Methylation of foreign DNA overcomes the restriction barrier of Flavobacterium psychrophilum and allows efficient genetic manipulation

Authors: SLOBODA, SEADA - Minnesota State University; GE, XINWEI - Xi'An Jiaotong-Liverpool University; JIANG, DAQING - University Of Wisconsin; SU, LIN - Xi'An Jiaotong-Liverpool University; Wiens, Gregory; BEVERIDGE, CARLY - Minnesota State University; DUCHAUD, ERIC - Inrae; MCBRIDE, MARK - University Of Wisconsin; ROCHAT, TATIANA - Inrae; ZHU, YONGTAO - Xi'An Jiaotong-Liverpool University

Submitted to: Applied and Environmental Microbiology
Publication Type: Peer Reviewed Journal
Publication Acceptance Date: 12/3/2024
Publication Date: 1/10/2025
Citation: Sloboda, S., Ge, X., Jiang, D., Su, L., Wiens, G.D., Beveridge, C.A., Duchaud, E., Mcbride, M.J., Rochat, T., Zhu, Y. 2025. Methylation of foreign DNA overcomes the restriction barrier of Flavobacterium psychrophilum and allows efficient genetic manipulation.
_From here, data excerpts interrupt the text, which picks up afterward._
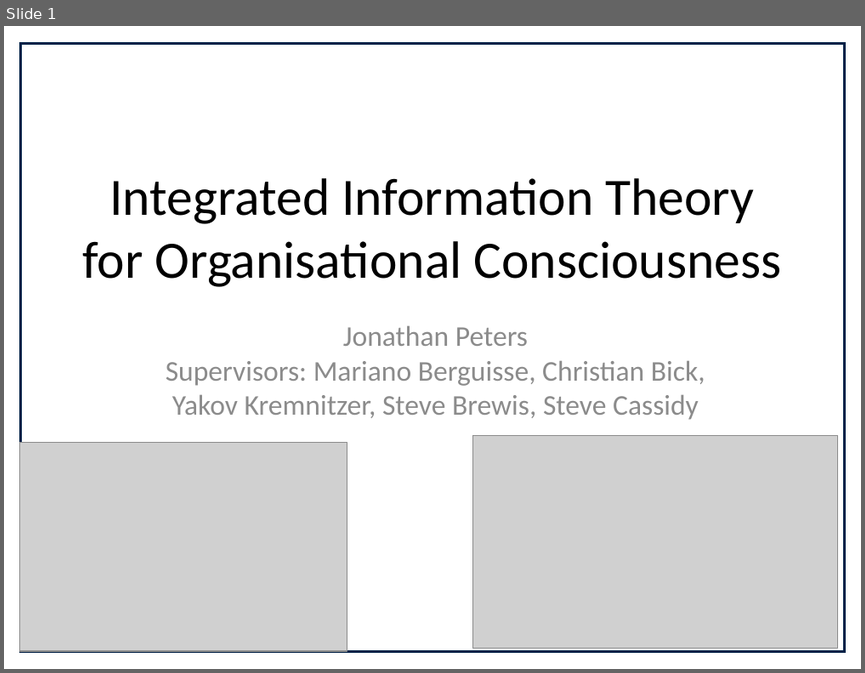
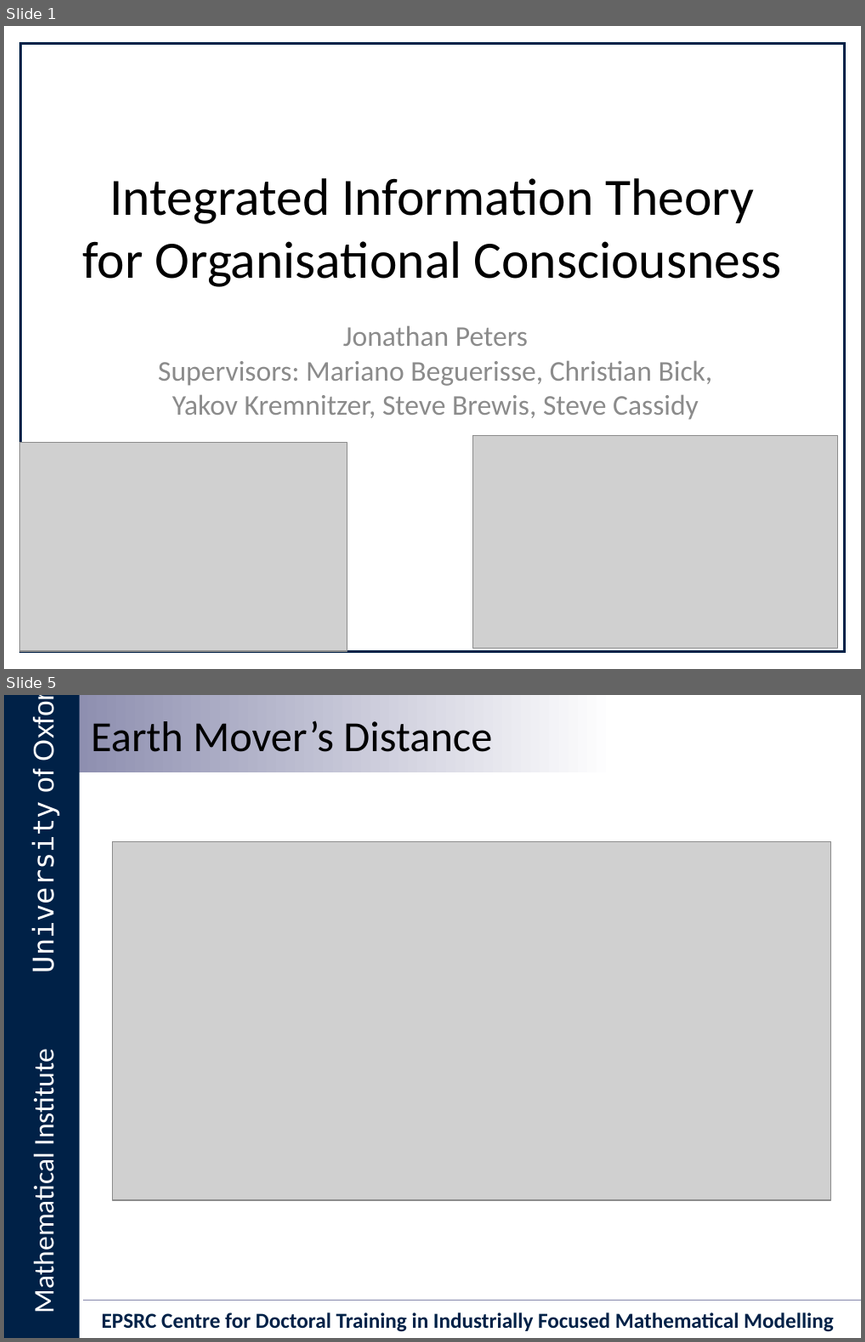
Before and after one commit to Ectheleon/IIT-Mini-Project, a slide deck: Writeup/Presentation/Integrated Information Theory for Organisational Consciousness.pptx. Shown one above the other, each under a label of ours: slide 1 before the commit, slides 1 and 5 after it; the slides between them are not shown. The pictures are 865x673 and 865x1342 pixels, drawn with LibreOffice and Linux fonts; fonts in the diff are those of the drawing; grey boxes stand for pictures; background and template pictures are left out. Boxes give left, top, right and bottom in pixels: in the first picture for what was removed or moved away, otherwise in the second. Text is boxed around its words. In the diff, an @@ line names an element or a change of style, - is before the commit and + after.

```diff
--- a/Writeup/Presentation/Integrated Information Theory for Organisational Consciousness.pptx
+++ b/Writeup/Presentation/Integrated Information Theory for Organisational Consciousness.pptx
@@ slide 5 added at box(4, 695, 861, 1338), background #FFFFFF @@
@@ rectangle added at box(4, 695, 80, 1338), fill #002147 @@
@@ rectangle added at box(79, 695, 616, 773), fill gradient #8E8FB0 to #FFFFFF @@
@@ text added at box(91, 721, 492, 752), 36 pt, text #000000 @@
+Earth Mover’s Distance
@@ text added at box(27, 771, 60, 968), 24 pt, text #FFFFFF @@
+University of Oxford
@@ picture added at box(112, 841, 830, 1200) @@
@@ text added at box(26, 1058, 61, 1308), 24 pt, text #FFFFFF @@
+Mathematical Institute
@@ line added from (84, 1300) to (861, 1300), #8E8FB0 0.75 pt @@
@@ text added at box(102, 1312, 834, 1332), 18 pt, text #002147, bold @@
+EPSRC Centre for Doctoral Training in Industrially Focused Mathematical Modelling
@@ slide 1 changed as well @@
@@ subtitle at box(158, 360, 713, 420): text changed @@
-Supervisors: Mariano Berguisse, Christian Bick, Yakov Kremnitzer, Steve Brewis, Steve Cassidy
+Supervisors: Mariano Beguerisse, Christian Bick, Yakov Kremnitzer, Steve Brewis, Steve Cassidy
```
Also in this commit, not shown: 4 other slides added, 1 slide removed.
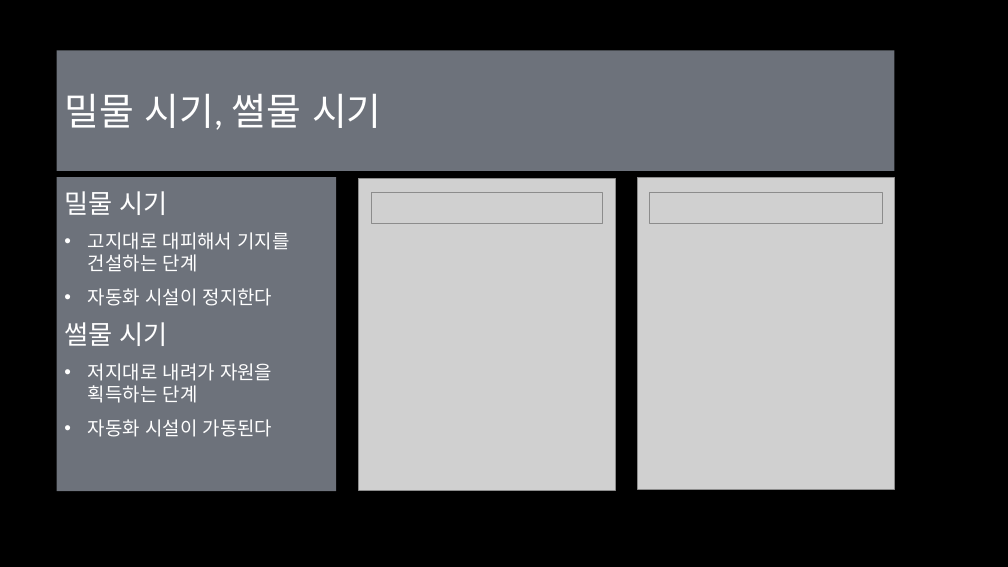
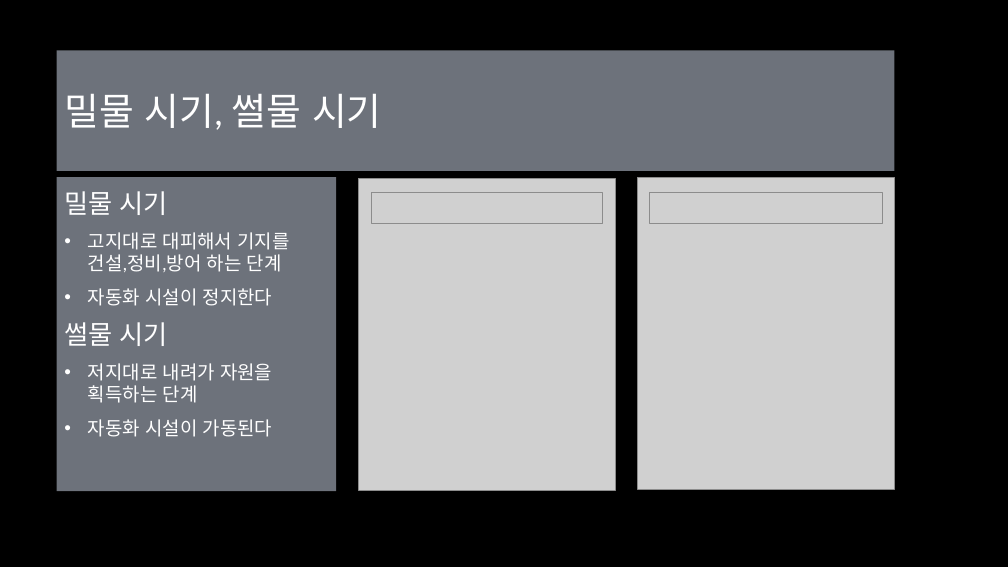
Before and after one commit to Eva-go/Capstone_Project, a slide deck: slide 6 of 문서/마지막 달 조영환,김태현,양영현.pptx. Drawn at 1008x567 pixels with LibreOffice and Linux fonts; fonts in the diff are those of the drawing; grey boxes stand for pictures; background and template pictures are left out. Boxes give left, top, right and bottom in pixels: in the first picture for what was removed or moved away, otherwise in the second. Text is boxed around its words. In the diff, an @@ line names an element or a change of style, - is before the commit and + after.

```diff
--- a/문서/마지막 달 조영환,김태현,양영현.pptx
+++ b/문서/마지막 달 조영환,김태현,양영현.pptx
@@ text at <box>88,232,290,272</box>: text changed @@
-• 고지대로 대피해서 기지를 건설하는 단계
+• 고지대로 대피해서 기지를 건설,정비,방어 하는 단계
```
Also in this commit, not shown: 5 other slides changed, 2 slides added, 13 other files.

Applied and Environmental Microbiology. 0:e01448-24. https://doi.org/10.1128/aem.01448-24.
DOI: https://doi.org/10.1128/aem.01448-24

Interpretive Summary: Bacterial cold-water disease (BCWD) caused by Flavobacterium psychrophilum is a problem for aquaculture worldwide and current control measures are inadequate. An obstacle in understanding and controlling BCWD is that most F. psychrophilum strains resist DNA transfer, thus limiting genetic studies of its virulence mechanism. F. psychrophilum restriction enzymes that destroy foreign DNA were suspected to contribute to this problem. Here we used F. psychrophilum DNA methyltransferases to modify and protect foreign DNA from digestion. This allowed efficient conjugative DNA transfer into 9 diverse strains of F. psychrophilum that had previously resisted gene transfer. Using this approach, we constructed a targeted gene deletion that eliminated the ability to cause disease. Further genetic studies could help determine the mechanisms responsible for the disease, and may aid development of vaccines and other control measures.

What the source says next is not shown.